For the first few months, every morning when I awoke, I sat in the dark making sure our children had some semblance of a father to greet them. Was I a chaotic mess of missing puzzle pieces, trying to remember where and when I was? Was I blissed out from a dream visit with her, savoring the feeling of being together again? I spent many nights crawling through dank dreamscapes made of sorrow, grief, and anxiety. Those mornings, I didn’t want to hug our two children until I’d had a chance to clear the residue of those lands.
When you have young children to care for by yourself, how you feel each day has an enormous effect on how they experience life. There has to be room for their wings to open to the fullest, whether or not they’re using them for flight that day. They have so much growing to do despite their loss. They need to know the person supporting them has a steady hand and an open, loving heart.
I began to spend every morning going within. After the most intense aspects of my dream experiences had settled, I journeyed into everything bubbling and shifting inside of me. I faced my resistance. I went into the places that hurt. I soaked up the joy, savoring the smells of cedar-soaked desert rain floating through the open window. I held our cats, sinking deeper into the moment.

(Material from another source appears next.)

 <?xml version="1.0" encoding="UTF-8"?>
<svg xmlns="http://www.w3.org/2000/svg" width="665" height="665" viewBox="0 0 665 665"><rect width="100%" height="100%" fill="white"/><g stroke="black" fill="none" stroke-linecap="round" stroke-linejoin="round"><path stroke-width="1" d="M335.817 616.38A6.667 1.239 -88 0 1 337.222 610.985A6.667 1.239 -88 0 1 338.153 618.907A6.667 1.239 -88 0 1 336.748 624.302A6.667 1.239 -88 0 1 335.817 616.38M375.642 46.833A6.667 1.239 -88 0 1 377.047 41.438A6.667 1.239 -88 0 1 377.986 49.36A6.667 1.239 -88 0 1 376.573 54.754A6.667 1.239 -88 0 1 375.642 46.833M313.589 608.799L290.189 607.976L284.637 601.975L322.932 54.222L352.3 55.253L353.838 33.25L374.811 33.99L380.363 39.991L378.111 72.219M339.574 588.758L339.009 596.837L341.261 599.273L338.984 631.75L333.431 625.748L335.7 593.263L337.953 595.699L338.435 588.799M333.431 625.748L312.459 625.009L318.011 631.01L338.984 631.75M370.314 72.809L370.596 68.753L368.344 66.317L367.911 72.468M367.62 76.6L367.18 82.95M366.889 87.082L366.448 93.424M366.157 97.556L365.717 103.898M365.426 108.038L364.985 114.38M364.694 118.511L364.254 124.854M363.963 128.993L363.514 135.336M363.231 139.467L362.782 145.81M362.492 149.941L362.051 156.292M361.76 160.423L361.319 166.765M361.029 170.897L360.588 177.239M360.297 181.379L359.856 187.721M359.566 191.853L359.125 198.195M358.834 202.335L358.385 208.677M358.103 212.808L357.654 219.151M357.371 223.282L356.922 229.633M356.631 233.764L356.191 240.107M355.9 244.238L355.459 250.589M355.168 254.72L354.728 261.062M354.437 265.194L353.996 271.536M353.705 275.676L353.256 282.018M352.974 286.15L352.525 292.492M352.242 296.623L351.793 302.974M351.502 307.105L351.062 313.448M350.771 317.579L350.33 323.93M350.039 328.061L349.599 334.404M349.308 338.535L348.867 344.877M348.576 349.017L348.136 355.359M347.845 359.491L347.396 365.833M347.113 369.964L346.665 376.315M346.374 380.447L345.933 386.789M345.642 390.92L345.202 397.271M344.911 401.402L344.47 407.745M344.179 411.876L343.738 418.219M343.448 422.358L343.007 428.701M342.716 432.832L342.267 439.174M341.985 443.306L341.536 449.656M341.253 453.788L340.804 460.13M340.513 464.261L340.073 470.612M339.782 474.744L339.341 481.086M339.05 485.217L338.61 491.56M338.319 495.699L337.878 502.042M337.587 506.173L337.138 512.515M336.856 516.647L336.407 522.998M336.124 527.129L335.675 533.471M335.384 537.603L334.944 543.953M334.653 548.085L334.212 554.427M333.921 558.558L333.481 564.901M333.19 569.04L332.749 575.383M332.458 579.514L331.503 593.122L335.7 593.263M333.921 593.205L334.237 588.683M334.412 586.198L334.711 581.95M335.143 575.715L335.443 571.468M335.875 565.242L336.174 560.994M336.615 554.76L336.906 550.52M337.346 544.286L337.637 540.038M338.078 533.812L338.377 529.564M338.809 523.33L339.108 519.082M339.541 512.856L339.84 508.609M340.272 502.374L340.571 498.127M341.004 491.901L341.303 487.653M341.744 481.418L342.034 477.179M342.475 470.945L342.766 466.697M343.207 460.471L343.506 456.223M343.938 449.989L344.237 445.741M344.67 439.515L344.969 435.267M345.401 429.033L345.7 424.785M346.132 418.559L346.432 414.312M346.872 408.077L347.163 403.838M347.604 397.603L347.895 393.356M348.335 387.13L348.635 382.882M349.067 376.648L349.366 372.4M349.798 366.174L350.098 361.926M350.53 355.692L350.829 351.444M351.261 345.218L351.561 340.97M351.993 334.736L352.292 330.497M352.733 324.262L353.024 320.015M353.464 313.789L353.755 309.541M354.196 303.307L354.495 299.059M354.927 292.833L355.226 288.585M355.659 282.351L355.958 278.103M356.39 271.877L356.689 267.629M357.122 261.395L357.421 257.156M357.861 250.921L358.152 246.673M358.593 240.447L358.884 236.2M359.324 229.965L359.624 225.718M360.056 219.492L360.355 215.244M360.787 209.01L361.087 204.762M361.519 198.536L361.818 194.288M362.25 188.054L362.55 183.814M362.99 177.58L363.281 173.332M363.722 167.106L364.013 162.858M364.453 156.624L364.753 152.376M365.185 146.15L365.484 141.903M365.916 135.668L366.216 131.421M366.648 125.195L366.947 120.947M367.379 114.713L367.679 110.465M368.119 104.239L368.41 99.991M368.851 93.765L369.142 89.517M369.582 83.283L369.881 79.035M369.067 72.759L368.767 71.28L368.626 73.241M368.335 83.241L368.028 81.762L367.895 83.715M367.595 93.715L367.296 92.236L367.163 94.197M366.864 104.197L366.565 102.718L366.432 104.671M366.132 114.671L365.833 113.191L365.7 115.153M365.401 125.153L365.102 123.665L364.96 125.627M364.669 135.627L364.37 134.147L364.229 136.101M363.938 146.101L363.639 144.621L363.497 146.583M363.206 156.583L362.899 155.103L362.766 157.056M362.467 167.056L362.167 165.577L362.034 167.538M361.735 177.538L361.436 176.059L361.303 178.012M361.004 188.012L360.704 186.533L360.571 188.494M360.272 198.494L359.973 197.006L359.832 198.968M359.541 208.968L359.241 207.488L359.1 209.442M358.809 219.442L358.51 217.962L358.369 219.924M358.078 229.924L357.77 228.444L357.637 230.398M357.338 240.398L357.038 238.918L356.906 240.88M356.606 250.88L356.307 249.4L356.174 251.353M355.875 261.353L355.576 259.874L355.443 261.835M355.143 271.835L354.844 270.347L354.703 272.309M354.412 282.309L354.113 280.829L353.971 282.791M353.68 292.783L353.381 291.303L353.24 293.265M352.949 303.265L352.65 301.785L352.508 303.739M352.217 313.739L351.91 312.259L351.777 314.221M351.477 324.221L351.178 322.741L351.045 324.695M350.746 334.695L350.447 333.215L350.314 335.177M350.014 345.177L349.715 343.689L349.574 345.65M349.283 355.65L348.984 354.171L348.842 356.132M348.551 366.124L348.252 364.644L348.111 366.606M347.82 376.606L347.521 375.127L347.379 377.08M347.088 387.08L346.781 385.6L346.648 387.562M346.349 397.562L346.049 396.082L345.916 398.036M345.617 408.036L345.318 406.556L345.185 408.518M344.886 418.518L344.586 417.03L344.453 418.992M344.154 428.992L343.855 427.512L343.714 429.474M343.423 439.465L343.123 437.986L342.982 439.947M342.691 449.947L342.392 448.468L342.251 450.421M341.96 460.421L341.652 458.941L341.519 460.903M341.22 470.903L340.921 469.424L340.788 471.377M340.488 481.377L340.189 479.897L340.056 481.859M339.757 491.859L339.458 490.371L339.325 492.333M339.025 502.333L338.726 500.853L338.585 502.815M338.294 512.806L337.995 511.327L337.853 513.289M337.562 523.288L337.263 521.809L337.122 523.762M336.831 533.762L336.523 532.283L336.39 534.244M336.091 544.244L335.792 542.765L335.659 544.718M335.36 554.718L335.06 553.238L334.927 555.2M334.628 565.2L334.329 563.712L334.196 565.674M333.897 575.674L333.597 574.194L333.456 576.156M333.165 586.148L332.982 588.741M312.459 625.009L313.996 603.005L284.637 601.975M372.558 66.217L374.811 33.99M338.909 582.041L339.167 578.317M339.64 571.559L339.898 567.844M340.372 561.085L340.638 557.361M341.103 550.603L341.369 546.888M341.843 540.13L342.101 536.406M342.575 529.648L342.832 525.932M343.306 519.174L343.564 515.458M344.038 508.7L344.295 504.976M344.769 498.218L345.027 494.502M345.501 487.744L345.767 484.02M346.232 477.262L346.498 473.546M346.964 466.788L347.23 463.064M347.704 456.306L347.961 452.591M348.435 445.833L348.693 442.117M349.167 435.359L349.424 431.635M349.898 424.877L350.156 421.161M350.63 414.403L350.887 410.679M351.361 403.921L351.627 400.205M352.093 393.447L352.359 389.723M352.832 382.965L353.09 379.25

Eventually, I found stillness.
As months without her turned into years, stillness became my ever-present practice. I could be driving, listening to one of the kids talk about their day at school, but I was finding and sinking into that place. Once you spend enough time there, you know how it feels, how to locate it even when you’re stressed out. You learn to share the peace that arises with others.
I began to understand that stillness was about so much more than feeling at peace; it was about being fully present to the sacredness of being.
Much of what is written in the following poems arose out of my morning sessions. In fact, those times became the time to write, to polish insights I received. The inspiration for some pieces might come on a walk, during my day job, or in any number of moments with the kids, but the cultivation of these poems happened in the terrain of bed and morning. There I harvested from stillness what I might, shaping it into an offering that others might find nourishing and resonant.
I hope these poems inspire the instinct of connecting to that deeper place within. We all have stillness within ourselves, it’s always there. I think we should help each other find it if we can, receive it fully, and live from it.